Habitat & Land Use Pressure
  • Agricultural expansion, urbanisation and logging drive tree species extinction; threatened trees now exceed threatened vertebrates combined.
  • Island ecosystems exhibit disproportionate extinction rates due to invasive species and habitat isolation.
Governance Deficits
  • Despite CBD commitments, global biodiversity finance gap estimated at ~$700 billion annually.
  • Protected areas often lack effective management and connectivity corridors.
Indian Context
  • Species such as the Great Indian Bustard and Gangetic Dolphin remain critically endangered due to habitat fragmentation and infrastructure expansion.
  • India’s climate vulnerability amplifies biodiversity stress in the Himalayas, Western Ghats and coastal zones.
E. Way Forward
  • Implement 30×30 Target with ecological corridors and community-led conservation models.

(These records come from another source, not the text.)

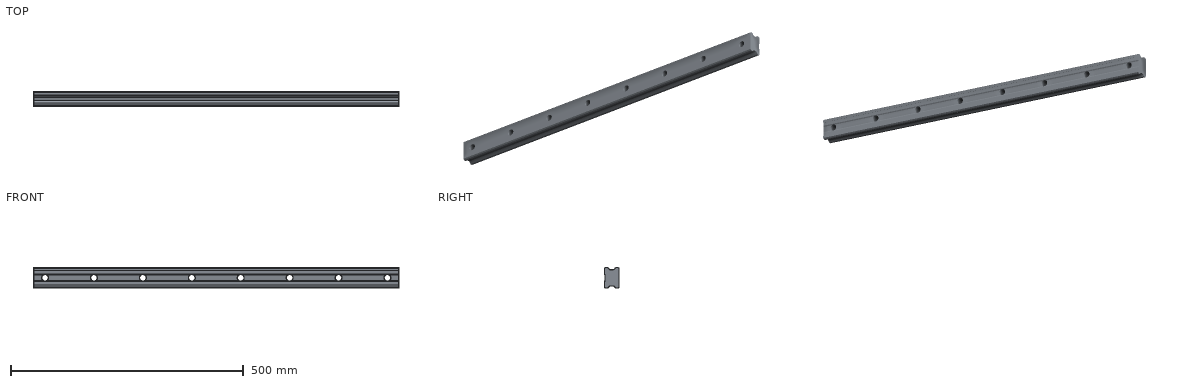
import cadquery as cq

LENGTH = 785.0
WIDTH = 45.0
HEIGHT = 32.0

FOOT_CHAMFER = 2.0
HEAD_CHAMFER = 2.0
HEAD_LAND_END = 9.0
FLANK_KINK = 6.0
GROOVE_TOP = 3.0
GROOVE_BOTTOM = -4.0
FOOT_LAND_END = -9.0
KINK_DEPTH = 3.0
GROOVE_DEPTH = 5.0

RELIEF_WIDTH = 31.0
RELIEF_DEPTH = 0.4
TROUGH_WIDTH = 16.5
TROUGH_FLOOR_WIDTH = 12.0
TROUGH_DEPTH = 1.5

HOLE_COUNT = 8
HOLE_PITCH = 105.0
HOLE_DIAMETER = 14.0


def rail_bar():
    """Extrude the symmetric profile along X."""
    half_width = WIDTH / 2
    head = HEIGHT / 2
    base = -head
    groove_floor = half_width - GROOVE_DEPTH
    side = [
        (base + TROUGH_DEPTH, TROUGH_FLOOR_WIDTH / 2),
        (base + RELIEF_DEPTH, TROUGH_WIDTH / 2),
        (base + RELIEF_DEPTH, RELIEF_WIDTH / 2),
        (base, RELIEF_WIDTH / 2),
        (base, half_width - FOOT_CHAMFER),
        (base + FOOT_CHAMFER, half_width),
        (FOOT_LAND_END, half_width),
        (GROOVE_BOTTOM, groove_floor),
        (GROOVE_TOP, groove_floor),
        (FLANK_KINK, half_width - KINK_DEPTH),
        (HEAD_LAND_END, half_width),
        (head - HEAD_CHAMFER, half_width),
        (head, half_width - HEAD_CHAMFER),
    ]
    mirrored_side = [(y, -z) for y, z in reversed(side)]
    profile = cq.Workplane("YZ").polyline(side + mirrored_side).close()
    return profile.extrude(LENGTH / 2, both=True)


def mounting_holes():
    """Cylinders for the row of holes through the rail along Y."""
    return (
        cq.Workplane("XZ")
        .rarray(HOLE_PITCH, 8, HOLE_COUNT, 1)
        .circle(HOLE_DIAMETER / 2)
        .extrude(HEIGHT, both=True)
    )


result = rail_bar().cut(mounting_holes())

  • Integrate biodiversity accounting into national income frameworks via natural capital valuation.
  • Strengthen climate mitigation to limit warming below 1.5°C, reducing thermal stress on species.
  • Expand Red List assessments for fungi, invertebrates and freshwater taxa to reduce conservation blind spots.
  • Enhance global biodiversity finance through debt-for-nature swaps and blended climate–nature funds.
F. Exam Orientation
Prelims Pointers
  • IUCN Red List: 169,420 species assessed; 47,187 threatened.
  • Extreme heat may impact 8,000 vertebrate species.
  • 38% of global tree species threatened.
  • African freshwater fish: 26% threatened.
  • Coral functional extinction differs from species extinction.
Practice Question (15 Marks)
  • “Biodiversity loss in the Anthropocene represents not only an ecological crisis but a governance failure.” Examine the drivers of accelerating species extinction and suggest policy measures to reconcile development with conservation.